About 20 cars were parked on both sides of 13th Street in front of the hospital with signs in their windows. Most read, "Support Havre's registered nurses."

The nurses union voted recently to approve concerted actions, such as parking the cars with the signs. Other possible actions could include informational picketing, taking out advertisements or asking for support from other unions, said Bob Ingram, chairman of Local No. 12 of the Montana Nurses Association.

Kathie Newell, spokeswoman for Northern Montana Health Care, said the administration had no comment about the cars.

Negotiators for Local No. 12 will meet with the hospital's negotiators Friday. The meeting was requested by a federal mediator, who is scheduled to come to Havre Jan 29-30.

The nurses, who have been working without a contract since Nov. 30, asked in December for mediation of the negotiations.

The hospital's lead negotiator, attorney Don Robinson of Butte, has said that the hospital is interested in resolving the issues Friday.

That's good to hear, Ingram said today. But Robinson's remark that the hospital's position hasn't changed is troubling, he said.

The hospital has offered counterproposals on only four of 28 proposals presented by the union, according to both sides.

If both sides go into negotiations unwilling to compromise, that isn't negotiating, Ingram said.

Ingram said the 24 proposals boil down to just a few issues and that a major issue is wages.

He said it's difficult to attract and keep nurses, especially during a nationwide nursing shortage, when a health care organization pays low wages.

Montana Nursing Association labor relations specialist Raymond Berg said the starting wages for registered nurses at the hospital, $15.62 an hour, are the lowest of the Montana health care organizations where the union represents nurses.

He said it's difficult to compare wages for more experienced nurses. Variables, such as what part of the hospital the nurse works in and what shifts are scheduled, make comparing wages very complicated.

Comparisons are simpler for nurses employed at the clinic. Of the 13 organizations where the union represents nurses, the Havre clinic also pays the lowest starting wage, $12.81, which is $4.07 an hour less than the average, according to the union.

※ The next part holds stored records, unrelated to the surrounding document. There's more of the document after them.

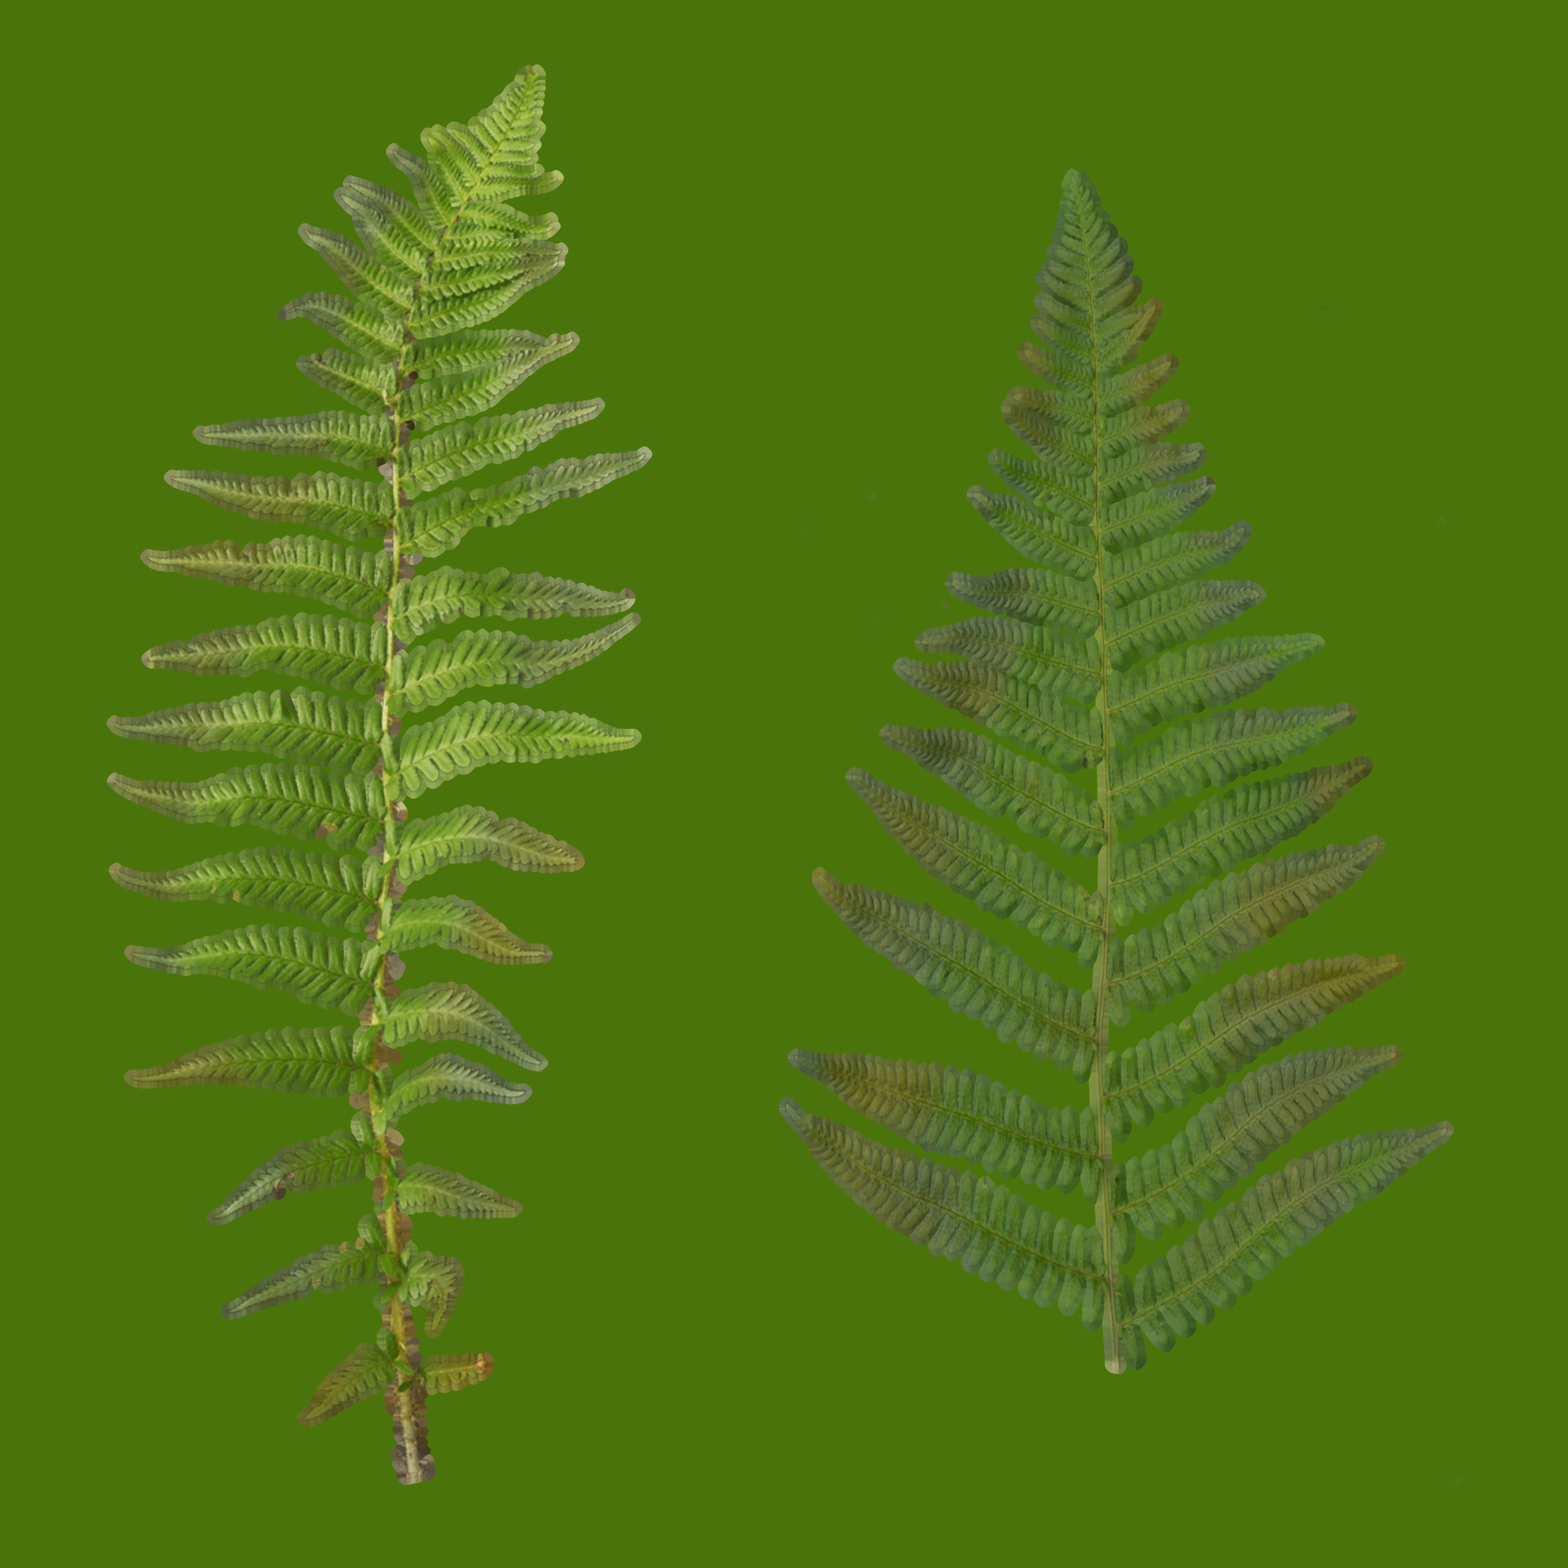
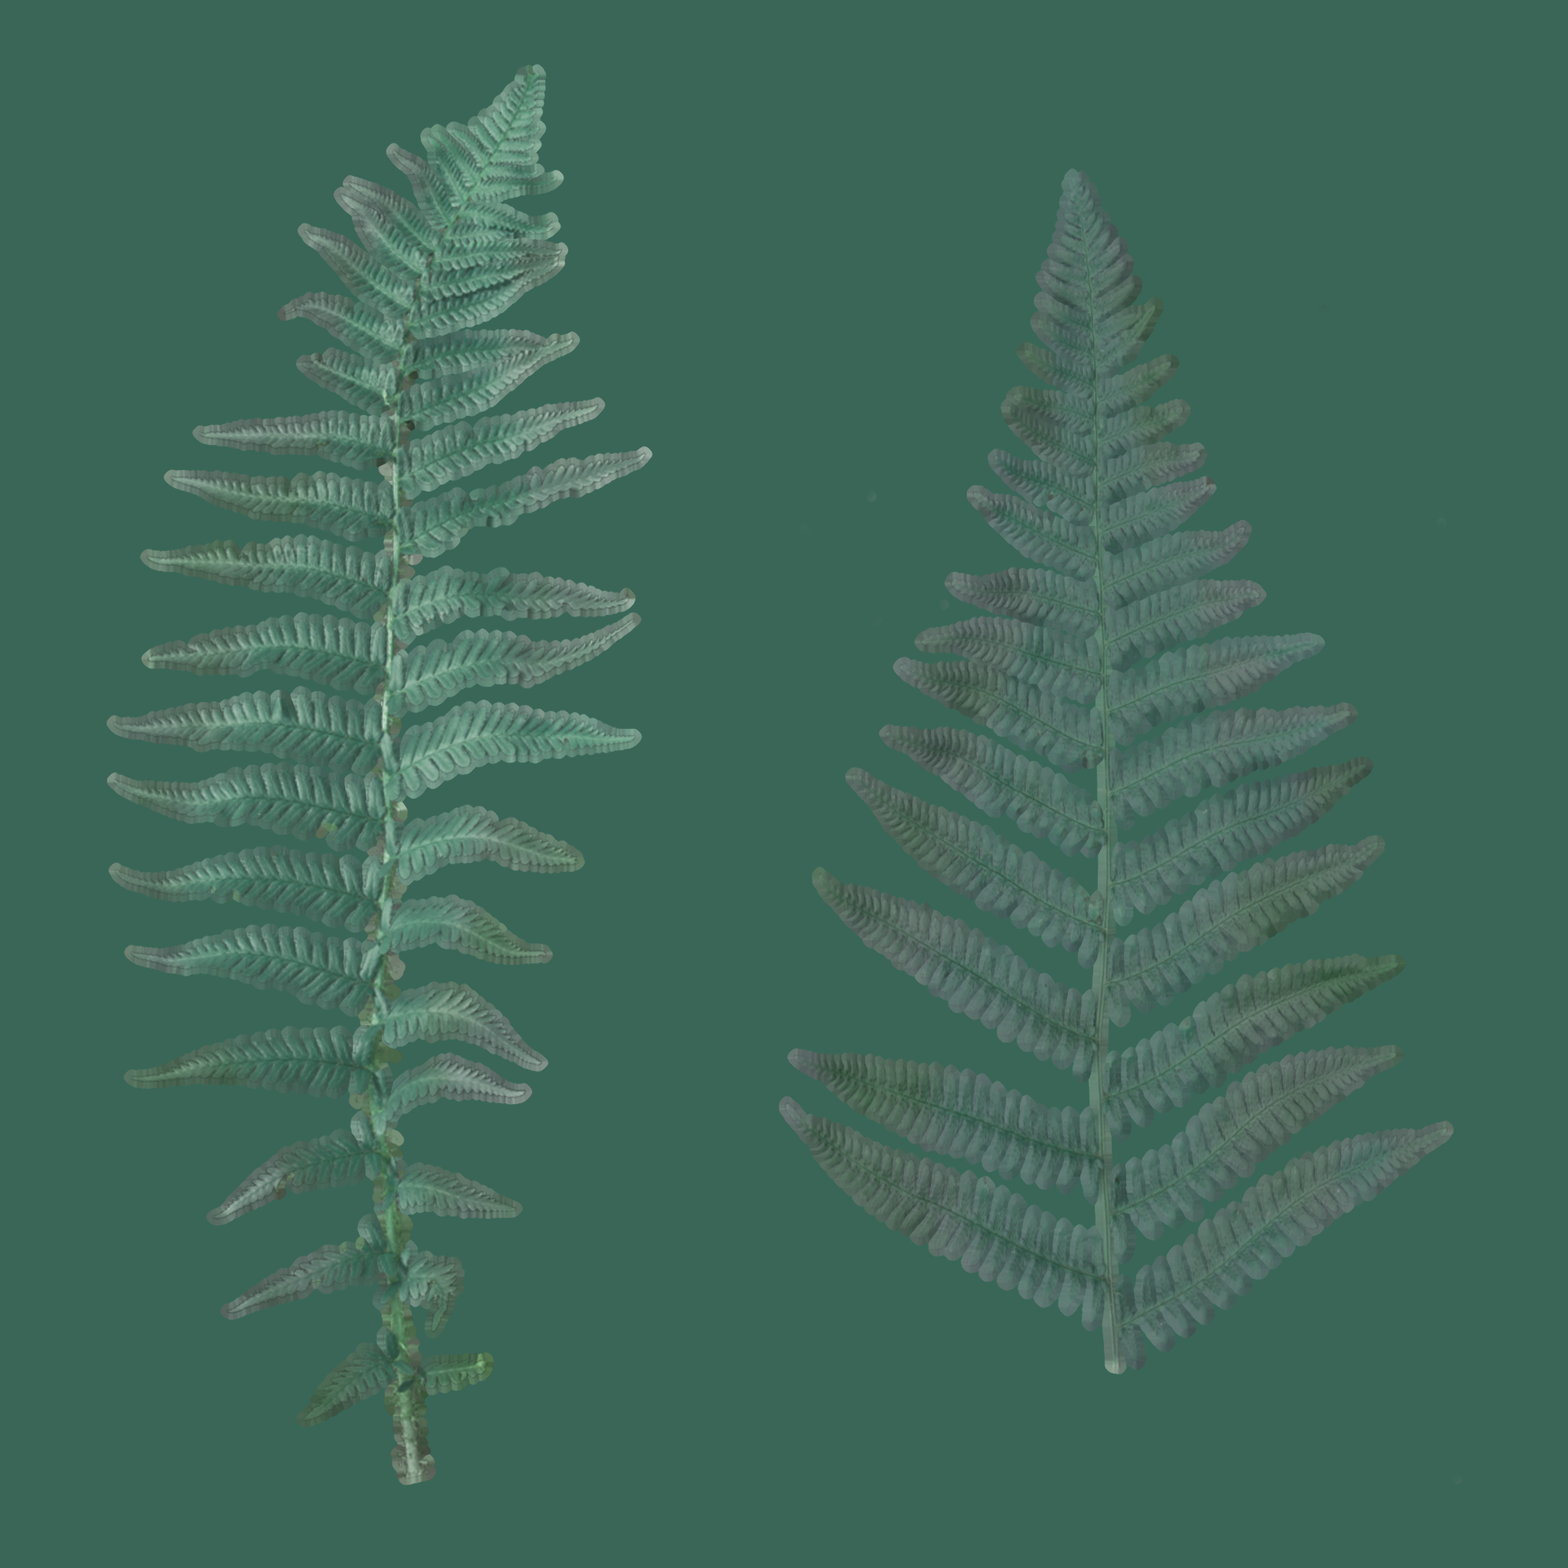
The second 1568px x 1568px image is a revision of the first. Changes to its layers:
added layer "Background copy" above "Background" over (x1=0, y1=0, x2=1568, y2=1568)
added layer "Background" over (x1=0, y1=0, x2=1568, y2=1568)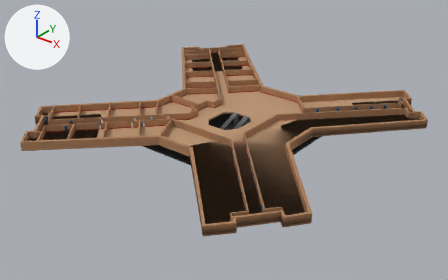
Two versions of the FBX model Assets/Models/SM_walls.fbx, one commit apart.
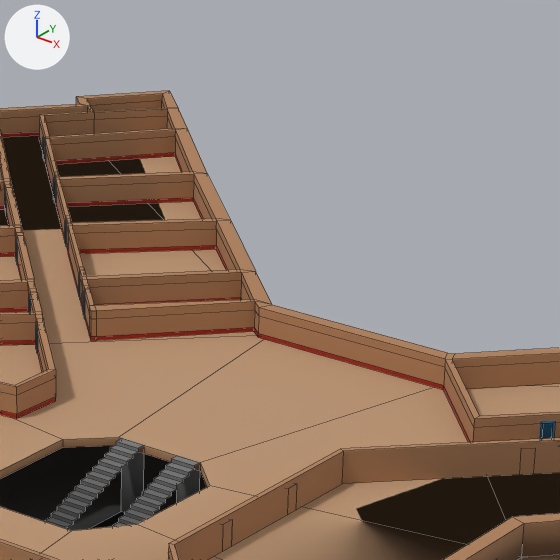
There are two pictures of each version: one whole from a camera (50 mm lens) standing at (143.3, -210.0, 109.5) and looking at (-12.4, -15.3, -11.2), one close up on the part from 47% to 71% of the width and 9% to 49% of the height. Lighting does not change. The marker at upper left points along +X, +Y and +Z. The last two pictures show the newer version. The close-ups show mesh edges as thin lines. Vertices at exactly the same position are counted once.

The first close-up shows 'zemin'.
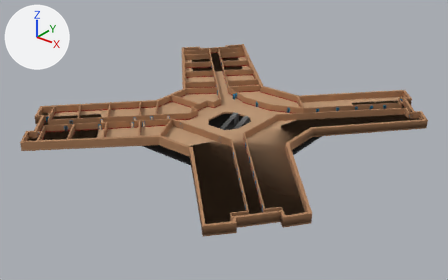
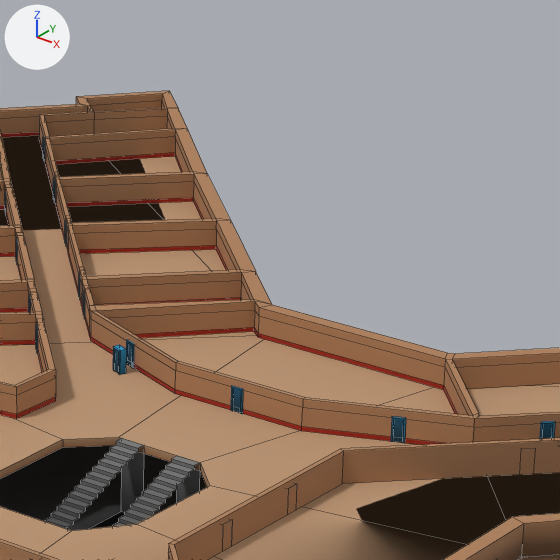
Location of each change, (x1, y1, x2, y2) in pixels of the close-ups (560 x 560 px):
part 1 of me_cube_001, added
    after: (391, 416, 406, 443)
part 2 of me_cube_001, added
    after: (231, 386, 243, 414)
part 3 of me_cube_001, added
    after: (126, 340, 134, 368)
part 4 of me_cube_001, added
    after: (113, 345, 126, 375)
part 5 of me_cube_001, built on
    before: (91, 311, 480, 442)
    after: (91, 311, 480, 445)

What changed in the scene script:
```text
Change me_cube_001:
    used by ob_zemin; location = (-30.43, -12.04, 0.64)
    remove me_cube_001.from_pydata(...)  # 2223 vertices, 1967 faces; spans x -58.0..91.0, y -77.0..80.0, z -9.0..2.0
    add me_cube_001.from_pydata(...)  # 2310 vertices, 2032 faces; spans x -58.0..91.0, y -77.0..80.0, z -9.0..2.0
    me_cube_001 part 1: the loose piece of 16 vertices spanning x 47.0..49.0, y 25.0..26.0, z -1.0..2.0 is copied, and the copy is moved by (-11.0, -7.0, 0.0); it spans x 37.0..38.0, y 18.0..19.0, z -1.0..2.0
    me_cube_001 part 2: the loose piece of 16 vertices spanning x 38.0..39.0, y 0.0..1.0, z -1.0..2.0 is copied, and the copy is moved by (-16.0, 15.0, 0.0); it spans x 22.0..23.0, y 15.0, z -1.0..2.0
    me_cube_001 part 3: the loose piece of 16 vertices spanning x 47.0..49.0, y 25.0..26.0, z -1.0..2.0 is copied, and the copy is moved by (-39.0, -8.0, 0.0); it spans x 8.0..9.0, y 17.0..18.0, z -1.0..2.0
    me_cube_001 part 4: the loose piece of 16 vertices spanning x 38.0..39.0, y 0.0..1.0, z -1.0..2.0 is copied, and the copy is moved by (-30.0, 15.0, 0.0); it spans x 8.0..9.0, y 15.0..16.0, z -1.0..2.0
    me_cube_001 part 5
    10 faces are deleted
    23 vertices are added at x 16.0..43.0, y 15.0..22.0, z -1.0..2.0
    35 new faces join them
```
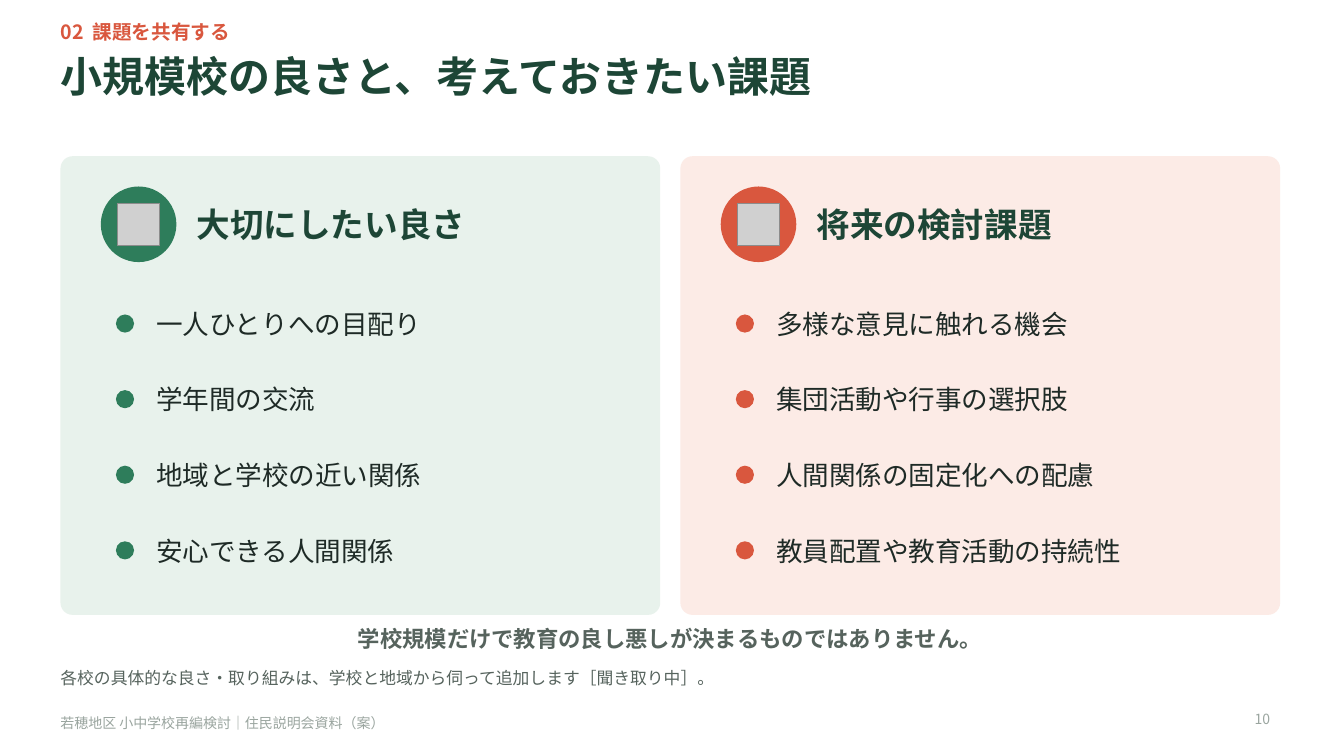
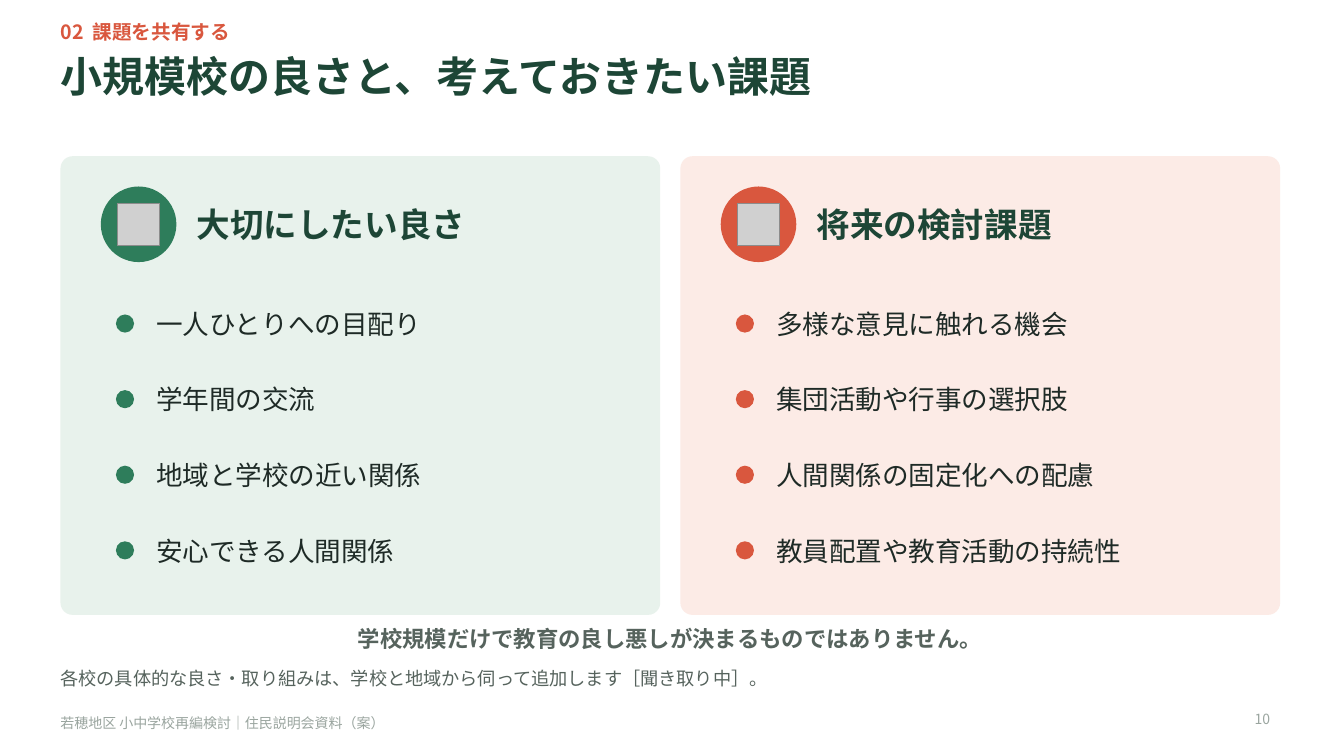
Before and after one commit to Masaki12008/GS, a slide deck: slide 10 of output/若穂地区_住民説明会資料.pptx. Drawn at 1344x756 pixels with LibreOffice and Linux fonts; fonts in the diff are those of the drawing; grey boxes stand for pictures. Boxes give left, top, right and bottom in pixels: in the first picture for what was removed or moved away, otherwise in the second. Text is boxed around its words. In the diff, an @@ line names an element or a change of style, - is before the commit and + after.

```diff
--- a/output/若穂地区_住民説明会資料.pptx
+++ b/output/若穂地区_住民説明会資料.pptx
@@ text "各校の具体的な良さ・取り組みは、学校と地域から伺って追加します［聞き取り中］。" at <box>60,669,767,687</box>: size 12 to 13 pt @@
```
Also in this commit, not shown: 27 other slides changed, 14 other files.

The clinic pays $16.71 an hour for a registered nurse with 20 years of experience, while other union clinics pay as much as $22.22 an hour, $5.51 more.

In an environment where other hospitals and health care organizations are offering to pay a signing bonus and moving expenses as well as higher wages, Ingram said, it will be difficult to attract and keep nurses at Northern.

The union represents about 100 of about 150 nurses employed by Northern Montana Health Care.